Sexuality and intimacy are different, but often intertwined. When people speak of intimacy they are referring to the giving and receiving of love and affection, comfort and safety, understanding and warmth. Sexuality refers to feelings of sexual desire and engaging in sexual activity. Sexuality is not just about sexual intercourse, it is also about how you feel about yourself and how you express yourself sexually. 

Treatments for advanced prostate cancer may affect your sexuality and impact on your current and future relationships. You may experience a loss of interest in sex, changes in your ability to give or receive sexual or intimate pleasure, changes to the way you see and feel about yourself sexually, inability to have an erection, and difficulties feeling any sexual interest at all. 

If you feel exhausted, out of shape and tired, sex and intimacy may have been put on the back burner.
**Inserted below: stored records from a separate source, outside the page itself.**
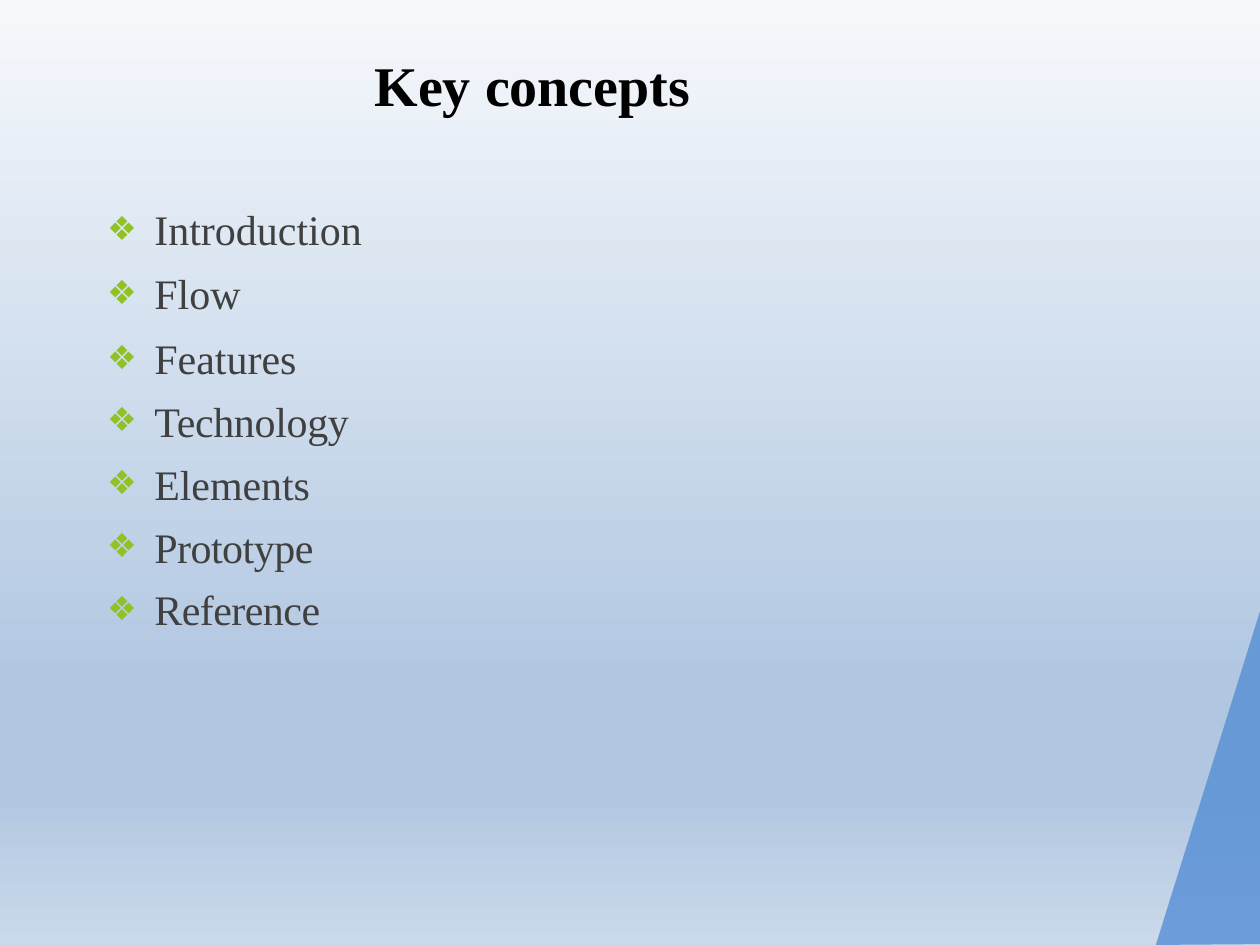
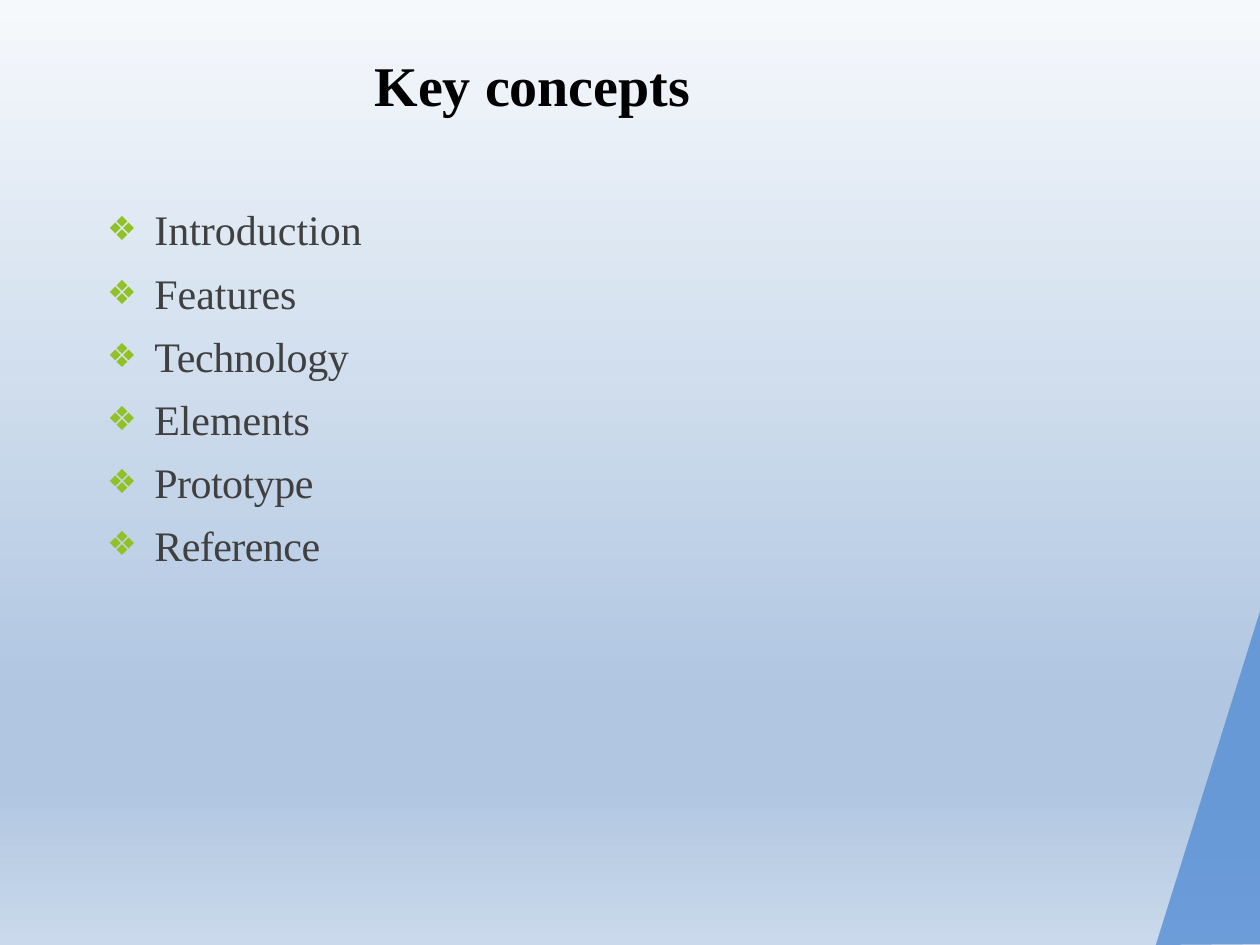
Before and after one commit to Neel750/Design-Project, a slide deck: slide 2 of VTS.pptx. Drawn at 1260x945 pixels with LibreOffice and Linux fonts; fonts in the diff are those of the drawing. Boxes give left, top, right and bottom in pixels: in the first picture for what was removed or moved away, otherwise in the second. Text is boxed around its words. In the diff, an @@ line names an element or a change of style, - is before the commit and + after.

```diff
--- a/VTS.pptx
+++ b/VTS.pptx
@@ text at <box>154,280,240,310</box>: paragraph removed @@
-❖ Flow
```
Also in this commit, not shown: 1 slide removed, 24 other files.

It is difficult to feel good about yourself when you are feeling run down.

Your partner, if you have one, may also have different feelings about intimacy now that you are being treated for advanced prostate cancer and may feel: 

  • rejected 
  • alone 
  • guilty for wanting sex/intimacy 
  • angry 
  • afraid that they will hurt you. 

These are all normal reactions. 

Sometimes men avoid becoming involved in a sexual relationship because they are embarrassed or worried about sexual performance. It is important to talk with members of your healthcare team (e.g. nurse, psychologist, social worker) about any sexual/intimacy issues you may be having because they may not bring up these issues. This is not because they don’t want to discuss sexuality issues with you, sometimes they are waiting for you to bring them up so they can help you with your concerns. There are often solutions such as medications, aids, counselling or support programs that can help people with intimacy and sexuality issues. 


Are you avoiding sex/intimacy because you are afraid to talk about it?

‘Men don’t own up to the fact that the loss of their sex life at 50 or 60 years of age means anything to them. I didn’t do that well and we were probably both disappointed.’

Talking about sexuality and intimacy openly can be awkward and challenging because they can be sensitive issues. Talking about fears and concerns can be difficult if you’re not used to talking about these matters. Some men don’t like to talk to anyone about what is going on or they ‘imagine’ and ‘second guess’ what is going on for their partners. However, communication is a vital part of maintaining intimacy in a relationship. If you have a partner, talking with them openly about a range of issues such as your concerns, changes to your body, fears, expectations and performance can help improve your relationship and sexual experience. One uncomfortable moment may be nothing compared to what you can gain by taking the risk to open the conversation. Talking about it openly may even bring you closer, and avoid the frustration and misunderstanding that can make it harder to deal with the changes.

Many relationships survive prostate cancer with people saying:

  • they feel closer to their loved one
  • they feel that their relationship has become more honest and caring
  • they feel as though they now truly know and understand their loved one.

If advanced prostate cancer impacts on you and your partner’s relationship

You may want to think of ways that you and your partner can keep intimacy alive.

  • Plan date nights, or other times when you can be alone. 
  • If you’re tired, talk about other ways of being intimate – learn to massage each other, or hold hands, hug and kiss. 
  • Talk about when you first met and other special memories you share. 
  • Say YES when people offer to help you. 

Remember intimacy means more than just sex, and goes far beyond the bedroom. You may have to work to rediscover your sexual self and connection to your partner. But intimacy is a vital part of your wellbeing. 

Advanced prostate cancer can also bring you closer to family and friends. Many people talk about how much they enjoy the time spent together, being able to talk together, sharing in the journey, and learning to appreciate the good things about each other. Being able to maintain your dignity and having a good quality of life are positives people identify as important at this time.